Barriers can physically separate spaces that are next to each other. When used for infection control, the barrier is intended to prevent someone on one side of the barrier from exposing a person on the other side of the barrier to infectious fluids, droplets, and particles. Whether a barrier interferes with improved ventilation depends on how it is installed. Protective barriers can sometimes help improve ventilation, but they can sometimes hinder ventilation too. Sometimes they have no effect on ventilation.

Protective barriers can assist with improved ventilation when used to facilitate directional airflows or desired pressure differentials between clean and less-clean spaces. The barrier can be aligned with the intended airflow to help direct it towards a desired location, such as an HVAC return air grille or a portable air cleaner inlet. Example scenarios for this type of barrier deployment include those where there is a known source of potentially infectious aerosols, such as a dental operatory or COVID-19 testing station.

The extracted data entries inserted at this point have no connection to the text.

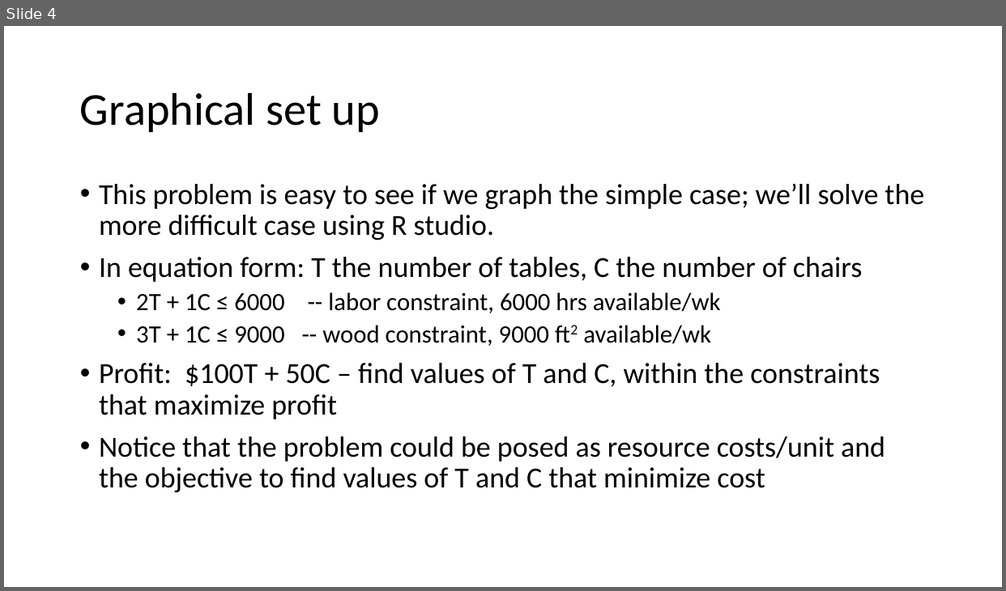
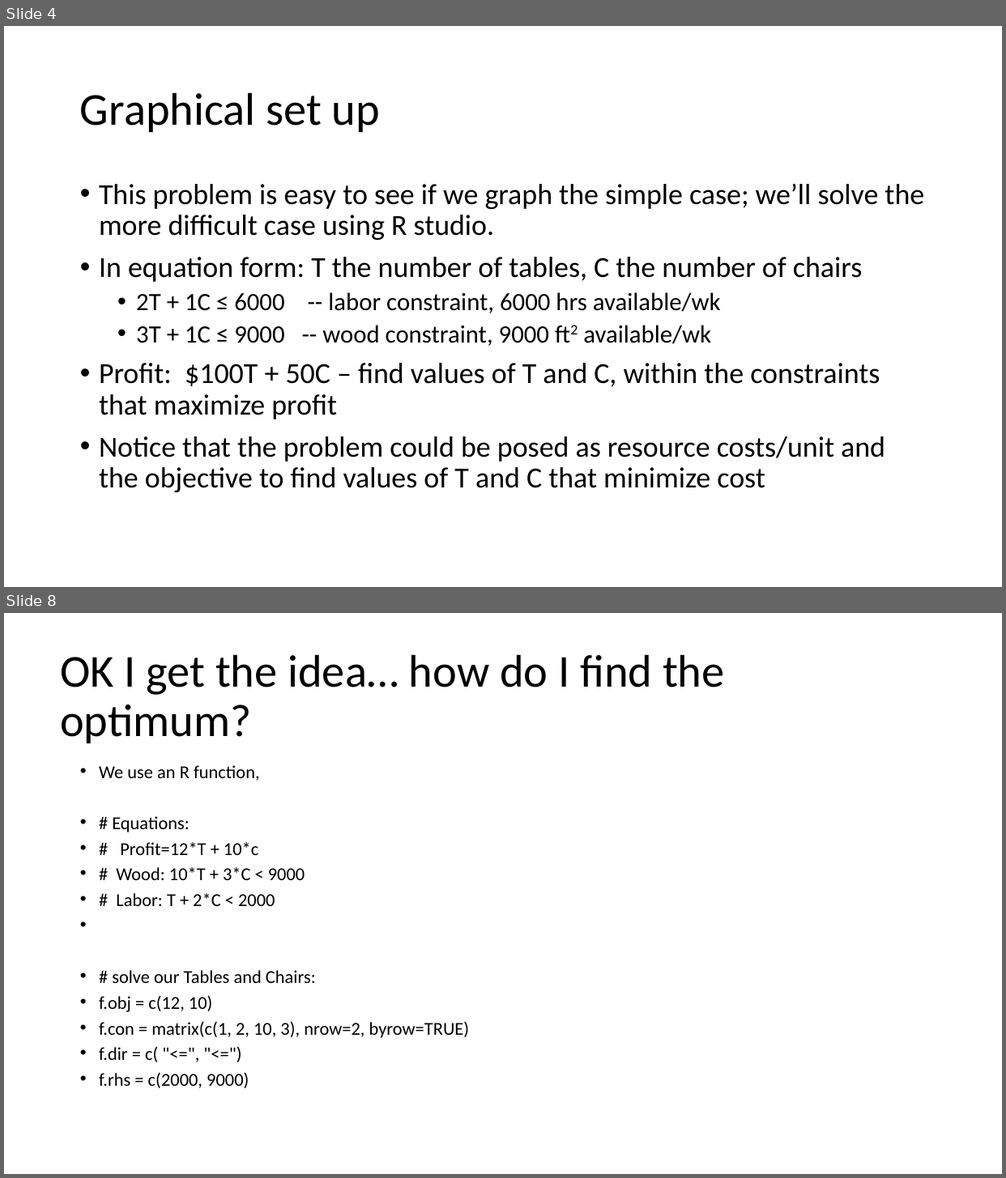
Before and after one commit to polkadottie26/linearProgramming, a slide deck: Introduction to Optimization.pptx. Shown one above the other, each under a label of ours: slide 4 before the commit, slides 4 and 8 after it; the slides between them are not shown. The pictures are 1006x591 and 1006x1178 pixels, drawn with LibreOffice and Linux fonts; fonts in the diff are those of the drawing. Boxes give left, top, right and bottom in pixels: in the first picture for what was removed or moved away, otherwise in the second. Text is boxed around its words. In the diff, an @@ line names an element or a change of style, - is before the commit and + after.

```diff
--- a/Introduction to Optimization.pptx
+++ b/Introduction to Optimization.pptx
@@ slide 8 added at (4,613,1002,1174), background #FFFFFF @@
@@ title added at (60,654,725,743), 44 pt, text #000000 @@
+OK I get the idea… how do I find the optimum?
@@ text added at (99,765,470,1088), 17.5 pt, text #000000 @@
+• We use an R function,
+• # Equations:
+• # Profit=12*T + 10*c
+• # Wood: 10*T + 3*C < 9000
+• # Labor: T + 2*C < 2000
+• # solve our Tables and Chairs:
+• f.obj = c(12, 10)
+• f.con = matrix(c(1, 2, 10, 3), nrow=2, byrow=TRUE)
+• f.dir = c( "<=", "<=")
+• f.rhs = c(2000, 9000)
```
Also in this commit, not shown: 1 slide changed, 5 other slides added, 1 slide removed.
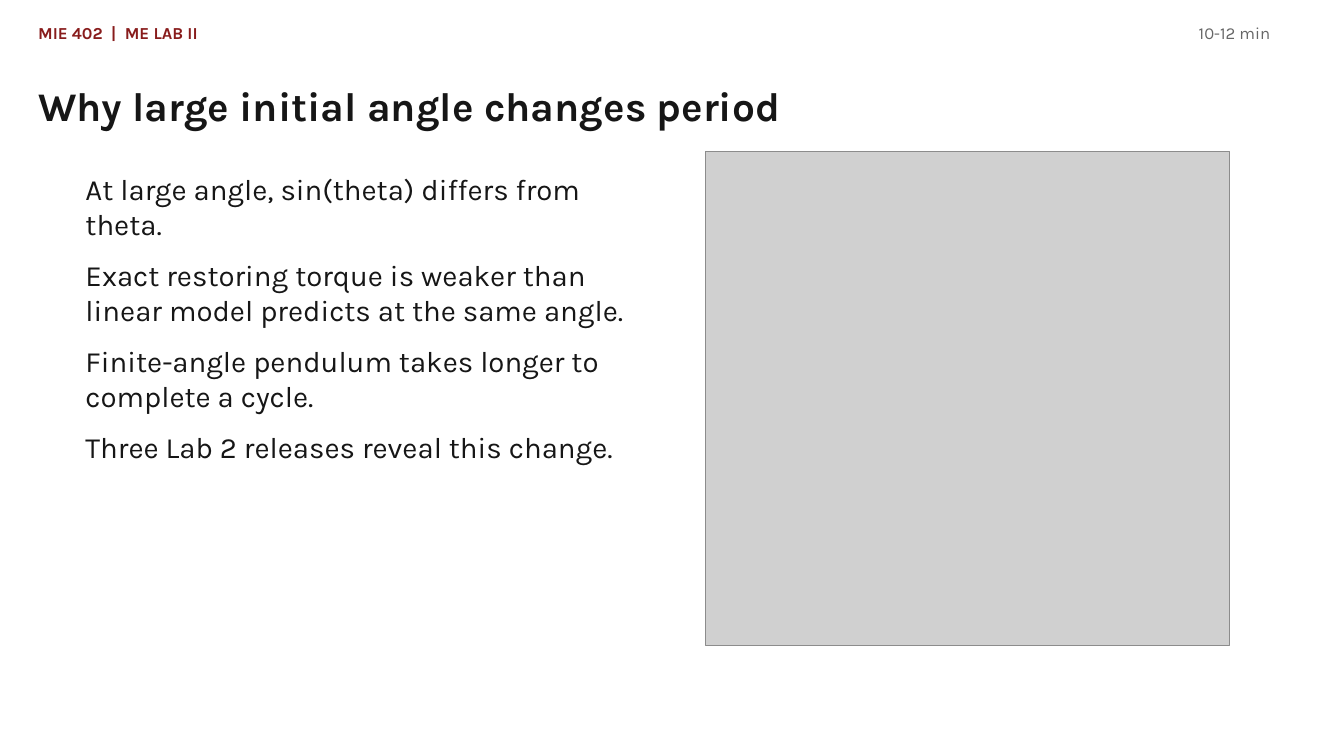
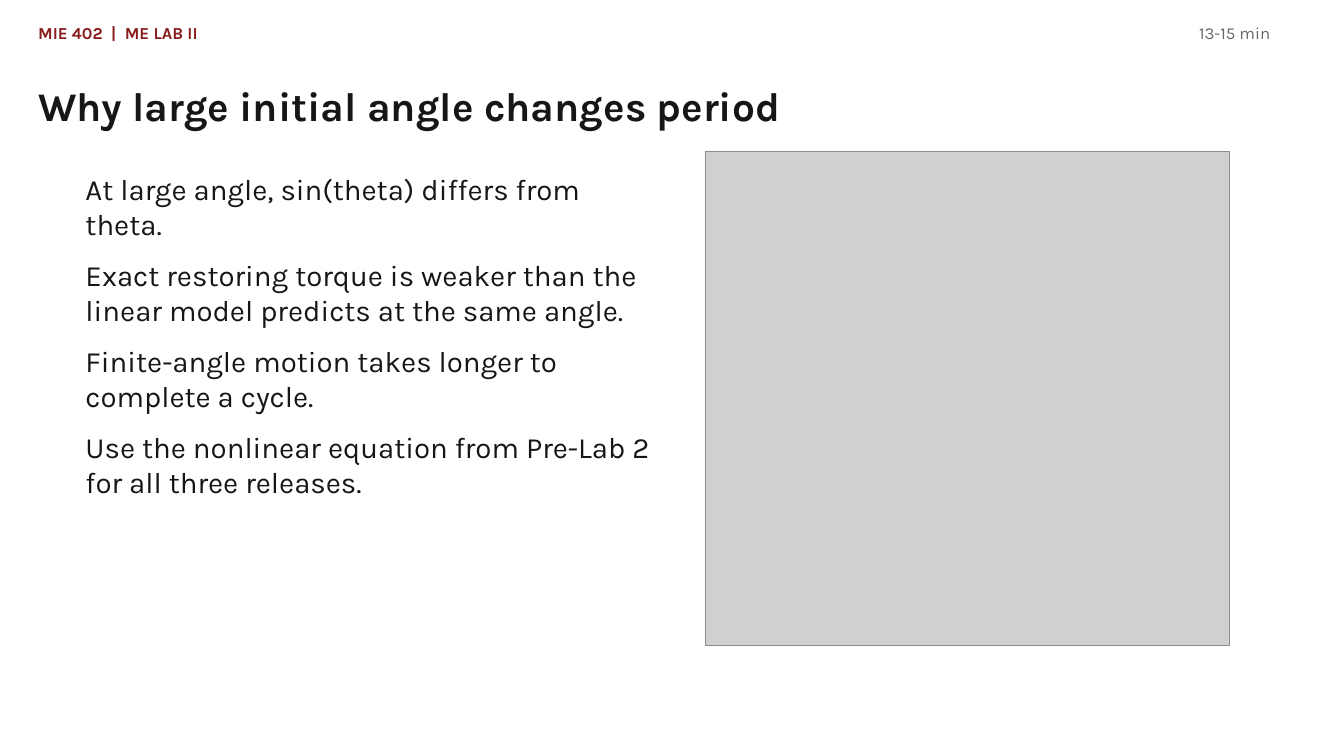
Before and after one commit to Ehsan-Roohi/MIE402-Lab, a slide deck: slide 7 of site/docs/MIE402_Lecture03_Single_Pendulum_PreLab2_Fall2026.pptx (slide 6 before the commit). Drawn at 1344x756 pixels with LibreOffice and Linux fonts; fonts in the diff are those of the drawing; grey boxes stand for pictures. Boxes give left, top, right and bottom in pixels: in the first picture for what was removed or moved away, otherwise in the second. Text is boxed around its words. In the diff, an @@ line names an element or a change of style, - is before the commit and + after.

```diff
--- a/site/docs/MIE402_Lecture03_Single_Pendulum_PreLab2_Fall2026.pptx
+++ b/site/docs/MIE402_Lecture03_Single_Pendulum_PreLab2_Fall2026.pptx
@@ text at [1199,27,1270,39]: text changed @@
-10-12 min
+13-15 min
@@ text at [85,266,649,494]: text changed @@
-Exact restoring torque is weaker than linear model predicts at the same angle.
-Finite-angle pendulum takes longer to complete a cycle.
-Three Lab 2 releases reveal this change.
+Exact restoring torque is weaker than the linear model predicts at the same angle.
+Finite-angle motion takes longer to complete a cycle.
+Use the nonlinear equation from Pre-Lab 2 for all three releases.
```
Also in this commit, not shown: 18 other slides changed, 2 slides added, 1 slide removed, 7 other files.

Alternatively, the barrier might be placed between two areas to better isolate one side of the barrier from the other. In this configuration, the barrier can also assist the HVAC design scheme in establishing a desired pressure differential between the adjacent spaces. If necessary, small pass-through openings or a retractable panel incorporated into the barrier can allow transfer of physical objects from one side to the other. Examples where this type of barrier application might be applied include a receptionist’s desk or a ticket booth.

When not carefully installed, barriers can sometimes hinder good ventilation. Barriers can unintentionally interrupt the airflow distribution within a space, thus allowing a concentration build-up of human-generated or other aerosols that may remain suspended in the air for minutes to hours. In this case, people could be exposed to higher concentrations of infectious aerosols than they would without the barriers in place. The larger the barrier, the greater the likelihood that this may occur. To reduce this likelihood, ensure that barriers are correctly positioned for the anticipated occupancy and that they are no larger than necessary to prevent direct transfer of respiratory droplets that could “spray” directly from one person onto another.

Any time barriers are deployed, airflow distribution testing with tracer “smoke” or handheld fog generators should be conducted. This testing can assist in evaluating airflow distribution within the occupied spaces. If stagnant air pockets are seen to occur, barrier redesign or reorientation can help to minimize the occurrence. Airflow distribution modifications such as adjusting the positioning of supply air louvers or the discharge of portable air cleaners can also assist in eliminating the development of stagnant air pockets.